A Click Chemistry Approach Reveals the Chromatin-Dependent Histone H3K36 Deacylase Nature of SIRT7

Affiliations

A Click Chemistry Approach Reveals the Chromatin-Dependent Histone H3K36 Deacylase Nature of SIRT7

Wesley Wei Wang et al. J Am Chem Soc. .

Abstract

Using an engineered pyrrolysyl-tRNA synthetase mutant together with tRNACUAPyl, we have genetically encoded Nε-(7-azidoheptanoyl)-l-lysine (AzHeK) by amber codon in Escherichia coli for recombinant expression of a number of AzHeK-containing histone H3 proteins.
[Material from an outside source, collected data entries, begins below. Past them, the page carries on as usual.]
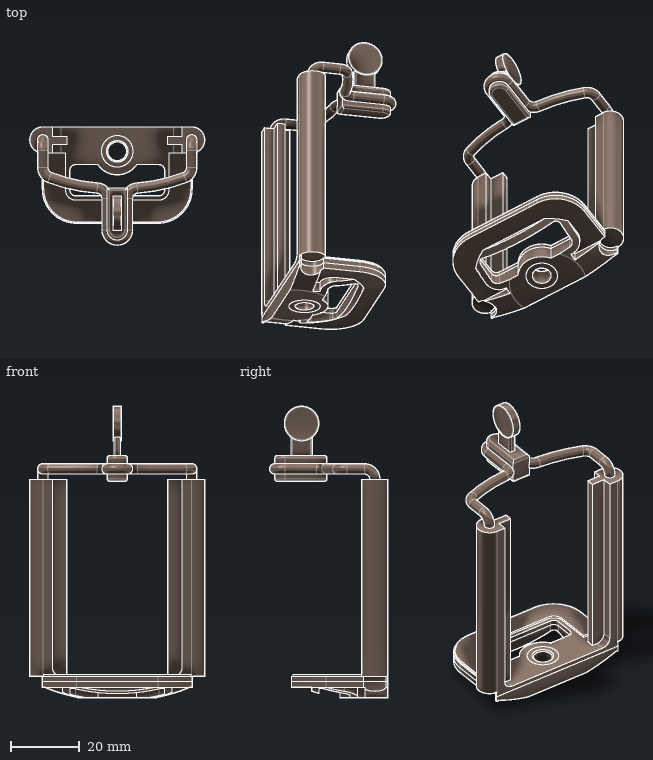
import cadquery as cq
import math


base_half_width = 21.85
base_depth = 28.15
base_corner_radius = 10.0
plate_bottom = 3.1
layer_joint = 4.8
plate_top = 6.3

post_depth = 7.65
post_radius = post_depth / 2
overall_half_width = 25.5
post_axis_x = overall_half_width - post_radius
post_axis_y = -post_radius
post_top = 63.7
post_inner_x = 18.9
post_foot_radius = 2.55
fin_inner_x = 14.7
fin_thickness = 2.3
fin_axis_y = -4.0
socket_radius = 3.3

slot_half_width = 13.8
slot_back = -11.05
slot_front = -20.1
slot_corner_radius = 1.6
boss_axis_y = -7.15
boss_radius = 6.9

dome_radius = 56.1
dome_flat_radius = 11.2
dome_axis_y = -3.8
rib_wall = 2.2
back_rib_depth = 6.7

insert_radius = 4.6
insert_bore_radius = 2.7
insert_chamfer = 0.4

rim_height = 0.6
rim_inset = 0.4
rim_slot_margin = 1.3

wire_radius = 1.5
bail_z = 66.75
bail_bend_radius = bail_z - post_top
bail_outer_x = post_axis_x
bail_inner_x = 3.0
bail_first_bend_y = -11.9
bail_outer_angle = math.radians(21)
bail_inner_angle = math.radians(4)
overall_depth = 34.5
bail_nose_y = -overall_depth + wire_radius + bail_inner_x

hook_half_width = bail_inner_x
hook_back = -17.8
hook_bottom = 63.1
hook_top = 70.7
hook_edge_radius = 0.8
overall_height = 85.0
disc_radius = 5.06
disc_thickness = 2.5
disc_y = -25.2
disc_z = overall_height - disc_radius
dish_radius = 4.8
dish_depth = 0.25
stem_width = 6.2
stem_thickness = 1.95
stem_edge_radius = 0.5


def box(x_min, x_max, y_min, y_max, z_min, z_max):
    """Block given by its limits along each axis."""
    size = (x_max - x_min, y_max - y_min, z_max - z_min)
    return cq.Workplane("XY").box(*size, centered=False).translate((x_min, y_min, z_min))


def cylinder(x, y, radius, z_min, z_max):
    """Upright cylinder."""
    return cq.Workplane("XY", origin=(x, y, z_min)).circle(radius).extrude(z_max - z_min)


def base_outline(inset, z_min, z_max):
    """Plate outline with two round front corners, moved inward by the inset at the sides and front."""
    half_width = base_half_width - inset
    block = box(-half_width, half_width, inset - base_depth, 0, z_min, z_max)
    return block.edges("|Z and <Y").fillet(base_corner_radius - inset)


def slot_block(margin, z_min, z_max):
    """Rounded rectangle of the slot, grown outward by the margin."""
    half_width = slot_half_width + margin
    block = box(-half_width, half_width, slot_front - margin, slot_back + margin, z_min, z_max)
    return block.edges("|Z").fillet(slot_corner_radius + margin)


def make_ribs():
    """Back rib, ring around the slot and the web joining them, all ending on one flat-bottomed dome."""
    back_rib = box(-base_half_width, base_half_width, -back_rib_depth, 0, 0, plate_bottom)
    web = box(-dome_flat_radius, dome_flat_radius, slot_back, 0, 0, plate_bottom)
    ring = slot_block(rib_wall, 0, plate_bottom)
    dome_center_z = math.sqrt(dome_radius**2 - dome_flat_radius**2)
    dome = cq.Workplane("XY").sphere(dome_radius).translate((0, dome_axis_y, dome_center_z))
    return back_rib.union(web).union(ring).intersect(dome)


def make_post():
    """Right-hand post: a half-round column with a fin on its inner side and rounded feet beside the fin."""
    height = post_top - plate_top
    column = (
        cq.Workplane("XY", origin=(0, 0, plate_top))
        .moveTo(post_inner_x, 0)
        .lineTo(post_axis_x, 0)
        .threePointArc((overall_half_width, post_axis_y), (post_axis_x, -post_depth))
        .lineTo(post_inner_x, -post_depth)
        .close()
        .extrude(height)
    )
    fin_front = fin_axis_y - fin_thickness / 2
    fin = box(fin_inner_x, post_inner_x, fin_front, fin_front + fin_thickness, plate_top, post_top)
    foot_block = box(
        post_inner_x - post_foot_radius, post_inner_x, -post_depth, 0, plate_top, plate_top + post_foot_radius
    )
    foot_hollow = (
        cq.Workplane("XZ", origin=(post_inner_x - post_foot_radius, 0, plate_top + post_foot_radius))
        .circle(post_foot_radius)
        .extrude(post_depth)
    )
    return column.union(fin).union(foot_block.cut(foot_hollow))


def make_rim():
    """Raised U-shaped rim around the slot, with its ends against the posts."""
    rim_top = plate_top + rim_height
    opening = slot_block(rim_slot_margin, plate_top, rim_top)
    opening_half_width = slot_half_width + rim_slot_margin
    mouth_front = (slot_back + slot_front) / 2
    mouth = box(-opening_half_width, opening_half_width, mouth_front, 0, plate_top, rim_top)
    post_space = box(-base_half_width, base_half_width, -post_depth, 0, plate_top, rim_top)
    return base_outline(rim_inset, plate_top, rim_top).cut(opening).cut(mouth).cut(post_space)


def cut_plate_openings(layer):
    """Cut the slot, the insert seat and the two side sockets through a layer of the plate."""
    slot = slot_block(0, 0, plate_top).cut(cylinder(0, boss_axis_y, boss_radius, 0, plate_top))
    layer = layer.cut(slot).cut(cylinder(0, boss_axis_y, insert_radius, 0, plate_top))
    for side in (-1, 1):
        layer = layer.cut(cylinder(side * post_axis_x, post_axis_y, socket_radius, 0, plate_top))
    return layer


def make_base():
    """Lower layer of the plate with the domed ribs under it."""
    return cut_plate_openings(base_outline(0, plate_bottom, layer_joint).union(make_ribs()))


def make_frame():
    """Upper layer of the plate with its raised rim, carrying both posts."""
    post = make_post()
    plate = cut_plate_openings(base_outline(0, layer_joint, plate_top))
    return plate.union(make_rim()).union(post).union(post.mirror("YZ"))


def make_insert():
    """Plain-bored bushing with a chamfered mouth, flush with the plate."""
    bushing = cylinder(0, boss_axis_y, insert_radius, 0, plate_top)
    bushing = bushing.faces(">Z").workplane().hole(2 * insert_bore_radius)
    bore_edge = cq.selectors.RadiusNthSelector(0)
    return bushing.faces(">Z").edges(bore_edge).chamfer(insert_chamfer)


def bail_half_path():
    """Edges of the left half of the bail's centre line, from the post to the straight side of the nose."""
    rise = cq.Vector(0, 0, 1)
    forward = cq.Vector(0, -1, 0)
    outer_heading = cq.Vector(math.cos(bail_outer_angle), -math.sin(bail_outer_angle), 0)
    inner_heading = cq.Vector(math.cos(bail_inner_angle), -math.sin(bail_inner_angle), 0)

    foot = cq.Vector(-bail_outer_x, post_axis_y, post_top)
    elbow = cq.Vector(-bail_outer_x, post_axis_y - bail_bend_radius, bail_z)
    arm_end = cq.Vector(-bail_outer_x, bail_first_bend_y, bail_z)
    bow_start = arm_end + cq.Vector(
        bail_bend_radius * (1 - math.sin(bail_outer_angle)), -bail_bend_radius * math.cos(bail_outer_angle), 0
    )
    bow_end_x = -bail_inner_x - bail_bend_radius * (1 - math.sin(bail_inner_angle))
    bow_radius = (bow_end_x - bow_start.x) / (math.sin(bail_outer_angle) - math.sin(bail_inner_angle))
    bow_drop = bow_radius * (math.cos(bail_inner_angle) - math.cos(bail_outer_angle))
    bow_end = cq.Vector(bow_end_x, bow_start.y - bow_drop, bail_z)
    nose_start = cq.Vector(-bail_inner_x, bow_end.y - bail_bend_radius * math.cos(bail_inner_angle), bail_z)
    nose_side_end = cq.Vector(-bail_inner_x, bail_nose_y, bail_z)

    return [
        cq.Edge.makeTangentArc(foot, rise, elbow),
        cq.Edge.makeLine(elbow, arm_end),
        cq.Edge.makeTangentArc(arm_end, forward, bow_start),
        cq.Edge.makeTangentArc(bow_start, outer_heading, bow_end),
        cq.Edge.makeTangentArc(bow_end, inner_heading, nose_start),
        cq.Edge.makeLine(nose_start, nose_side_end),
    ]


def make_bail():
    """Round wire bent from one post top, around the hook, to the other post top."""
    left = bail_half_path()
    right = [edge.mirror("YZ") for edge in left]
    nose = cq.Edge.makeThreePointArc(
        cq.Vector(-bail_inner_x, bail_nose_y, bail_z),
        cq.Vector(0, bail_nose_y - bail_inner_x, bail_z),
        cq.Vector(bail_inner_x, bail_nose_y, bail_z),
    )
    path = cq.Wire.assembleEdges([*left, nose, *reversed(right)])
    section = cq.Workplane("XY", origin=(-bail_outer_x, post_axis_y, post_top)).circle(wire_radius)
    return section.sweep(cq.Workplane(path))


def make_dished_disc():
    """Upright disc with a shallow round dish in each face, turned about its own axis along X."""
    half_thickness = disc_thickness / 2
    sphere_radius = (dish_radius**2 + dish_depth**2) / (2 * dish_depth)
    sphere_x = half_thickness - dish_depth + sphere_radius
    middle_radius = dish_radius / 2
    middle_x = sphere_x - math.sqrt(sphere_radius**2 - middle_radius**2)
    center_x = half_thickness - dish_depth
    return (
        cq.Workplane("XY", origin=(0, disc_y, disc_z))
        .moveTo(-center_x, 0)
        .threePointArc((-middle_x, middle_radius), (-half_thickness, dish_radius))
        .lineTo(-half_thickness, disc_radius)
        .lineTo(half_thickness, disc_radius)
        .lineTo(half_thickness, dish_radius)
        .threePointArc((middle_x, middle_radius), (center_x, 0))
        .close()
        .revolve(360, (0, 0, 0), (1, 0, 0))
    )


def make_hook(bail):
    """Block gripped by the bail, with a stem and a dished disc above it."""
    block = (
        cq.Workplane("XY", origin=(0, 0, hook_bottom))
        .moveTo(-hook_half_width, hook_back)
        .lineTo(-hook_half_width, bail_nose_y)
        .threePointArc((0, bail_nose_y - hook_half_width), (hook_half_width, bail_nose_y))
        .lineTo(hook_half_width, hook_back)
        .close()
        .extrude(hook_top - hook_bottom)
        .faces("<Z or >Z")
        .edges()
        .fillet(hook_edge_radius)
    )
    stem = (
        cq.Workplane("XY", origin=(0, disc_y, hook_top))
        .rect(stem_thickness, stem_width)
        .extrude(disc_z - stem_width / 2 - hook_top)
        .edges("|Z")
        .fillet(stem_edge_radius)
    )
    return block.union(stem).union(make_dished_disc()).cut(bail)


base = make_base()
frame = make_frame()
insert = make_insert()
bail = make_bail()
hook = make_hook(bail)

result = cq.Compound.makeCompound([base.val(), frame.val(), insert.val(), bail.val(), hook.val()])

We assembled in vitro acyl-nucleosomes from these recombinant acyl-H3 histones. All these acyl-nucleosomes contained an azide functionality that allowed quick click labeling with a strained alkyne dye for in-gel fluorescence analysis. Using these acyl-nucleosomes as substrates and click labeling as a detection method, we systematically investigated chromatin deacylation activities of SIRT7, a class III NAD+-dependent histone deacylase with roles in aging and cancer biology. Besides confirming the previously reported histone H3K18 deacylation activity, our results revealed that SIRT7 has an astonishingly high activity to catalyze deacylation of H3K36 and is also catalytically active to deacylate H3K37. We further demonstrated that this H3K36 deacylation activity is nucleosome dependent and can be significantly enhanced when appending the acyl-nucleosome substrate with a short double-stranded DNA that mimics the bridging DNA between nucleosomes in native chromatin. By overexpressing SIRT7 in human cells, we verified that SIRT7 natively removes acetylation from histone H3K36. Moreover, SIRT7-deficient cells exhibited H3K36 hyperacetylation in whole cell extracts, at rDNA sequences in nucleoli, and at select SIRT7 target loci, demonstrating the physiologic importance of SIRT7 in determining endogenous H3K36 acetylation levels. H3K36 acetylation has been detected at active gene promoters, but little is understood about its regulation and functions. Our findings establish H3K36 as a physiologic substrate of SIRT7 and implicate this modification in potential SIRT7 pathways in heterochromatin silencing and genomic stability.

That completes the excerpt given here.